# New Canon



## 618photo (Feb 14, 2012)

Hey guys, I've been reading your advise in this forum for a while now. I have a question to pose. I currently have a canon 60d, but I'm in the market for an upgrade. Do I go for the 7d or the 5d mark ii. This is probably a bad question because I'm nearly sold on the 5d so any input is greatly appreciated.


----------



## timphotos (Feb 14, 2012)

7D doesn't seem like much of an upgrade unless your in to sports photography or something very specific to the 7D.  5D is an actual upgrade in terms of image quality.


----------



## Robin Usagani (Feb 14, 2012)

wait for 5DIII... seriously... 60D is decent.


----------



## 618photo (Feb 15, 2012)

I'd love to wait for the 5d iii but it's rumored to be listed at over $3000. For $1000 less I can have a ii. I'm looking to upgrade from what I have but keep the 60d as a back up.


----------



## Joey_Ricard (Feb 15, 2012)

When you say upgrade, what exactly do you mean. What is your 60D not able to do that a 7 or a 5 will do? If you were just talking about the 5, then I would think you want a full frame, but since you mentioned the 7, what are your reasons?


----------



## 618photo (Feb 15, 2012)

I'm mainly looking at the 5d due to the fact that that it's full frame. The reason I mentioned the 7d is cause of its burst rate. I'm pretty much sold on the 5d I was just looking for a little comparison info.


----------



## Robin Usagani (Feb 15, 2012)

get a 5D classic or 5DIII.  Seriously...  I am disappointed with my 5D II.   If you love video though.. it is awesome.  I have 5Dc and 5DII.  When the 5D III is here, I will sell the mk 2.


----------



## 618photo (Feb 15, 2012)

Well I do t really do any video. Can I ask what don't you like about the ii? Reason I'm asking is because it gets such high reviews which is what I was really judging by.


----------



## Robin Usagani (Feb 15, 2012)

The autofocus sucks.  I miss so many focus when I do weddings.  It sucks.  5Dc is the same way but at least it is a lot cheaper.

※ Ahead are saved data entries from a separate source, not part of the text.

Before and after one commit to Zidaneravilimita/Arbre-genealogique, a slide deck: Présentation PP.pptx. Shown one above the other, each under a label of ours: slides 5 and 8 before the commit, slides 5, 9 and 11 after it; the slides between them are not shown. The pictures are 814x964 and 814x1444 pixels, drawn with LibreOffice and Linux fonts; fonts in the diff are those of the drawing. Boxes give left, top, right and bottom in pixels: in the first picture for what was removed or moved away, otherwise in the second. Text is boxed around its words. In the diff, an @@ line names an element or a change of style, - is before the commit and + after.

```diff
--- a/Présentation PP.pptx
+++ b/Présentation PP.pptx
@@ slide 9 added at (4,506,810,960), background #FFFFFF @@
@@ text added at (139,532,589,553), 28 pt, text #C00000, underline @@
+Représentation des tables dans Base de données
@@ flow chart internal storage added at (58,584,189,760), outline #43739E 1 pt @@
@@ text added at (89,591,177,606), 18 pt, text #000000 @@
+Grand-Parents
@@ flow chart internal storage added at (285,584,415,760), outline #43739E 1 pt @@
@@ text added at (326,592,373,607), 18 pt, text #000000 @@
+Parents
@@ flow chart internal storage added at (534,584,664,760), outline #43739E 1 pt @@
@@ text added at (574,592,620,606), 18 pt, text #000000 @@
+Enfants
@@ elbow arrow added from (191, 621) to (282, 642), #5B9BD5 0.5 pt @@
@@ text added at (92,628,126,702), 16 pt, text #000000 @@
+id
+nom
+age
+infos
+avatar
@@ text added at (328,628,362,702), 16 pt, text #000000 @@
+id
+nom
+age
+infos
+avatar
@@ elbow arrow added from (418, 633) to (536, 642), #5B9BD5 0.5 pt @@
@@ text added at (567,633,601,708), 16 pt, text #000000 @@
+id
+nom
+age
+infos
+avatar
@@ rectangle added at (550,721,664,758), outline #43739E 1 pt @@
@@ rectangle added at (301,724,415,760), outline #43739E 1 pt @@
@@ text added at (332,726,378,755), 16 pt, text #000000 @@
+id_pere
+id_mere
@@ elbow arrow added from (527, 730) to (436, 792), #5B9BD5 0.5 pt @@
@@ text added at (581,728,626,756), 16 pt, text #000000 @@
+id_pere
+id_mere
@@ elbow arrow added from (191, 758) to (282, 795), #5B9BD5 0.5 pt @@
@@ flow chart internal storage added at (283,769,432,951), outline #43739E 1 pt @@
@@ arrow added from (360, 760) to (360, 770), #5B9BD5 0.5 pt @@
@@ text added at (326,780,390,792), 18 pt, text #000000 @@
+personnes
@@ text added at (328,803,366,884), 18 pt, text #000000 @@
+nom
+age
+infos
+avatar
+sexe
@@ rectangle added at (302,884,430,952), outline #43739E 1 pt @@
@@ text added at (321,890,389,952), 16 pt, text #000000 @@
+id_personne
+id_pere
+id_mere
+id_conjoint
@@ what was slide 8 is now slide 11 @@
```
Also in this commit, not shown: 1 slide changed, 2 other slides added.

5D II is an awesome camera for portrait.  If you get into low light photography like weddings.. it blows.


----------



## MLeeK (Feb 15, 2012)

Why do you think you need an upgrade? What is your current camera not doing for you? I am guessing it's a matter of learning a few things rather than needing an upgrade. You have an outstanding camera that is still at the top of the market in your hands.
There isn't that  much improvement to jump to the 7D and the 5d2 is full frame, but it downgrades a LOT of other things. I HATE mine most of the time. For the same reason schwetty said. Anything other than the center focus point sucks. It's not bad in low light if you have time to make it focus correctly. It's horrible for focusing and FPS for anything in fast motion. It is truly a wedding and portrait camera and aimed directly at those who are professionals in those two fields. 
If I didn't have a wedding next weekend I want it for, I'd be offering to sell it to you.


----------



## gsgary (Feb 15, 2012)

Schwettylens said:


> The autofocus sucks.  I miss so many focus when I do weddings.  It sucks.  5Dc is the same way but at least it is a lot cheaper.
> 
> 5D II is an awesome camera for portrait.  If you get into low light photography like weddings.. it blows.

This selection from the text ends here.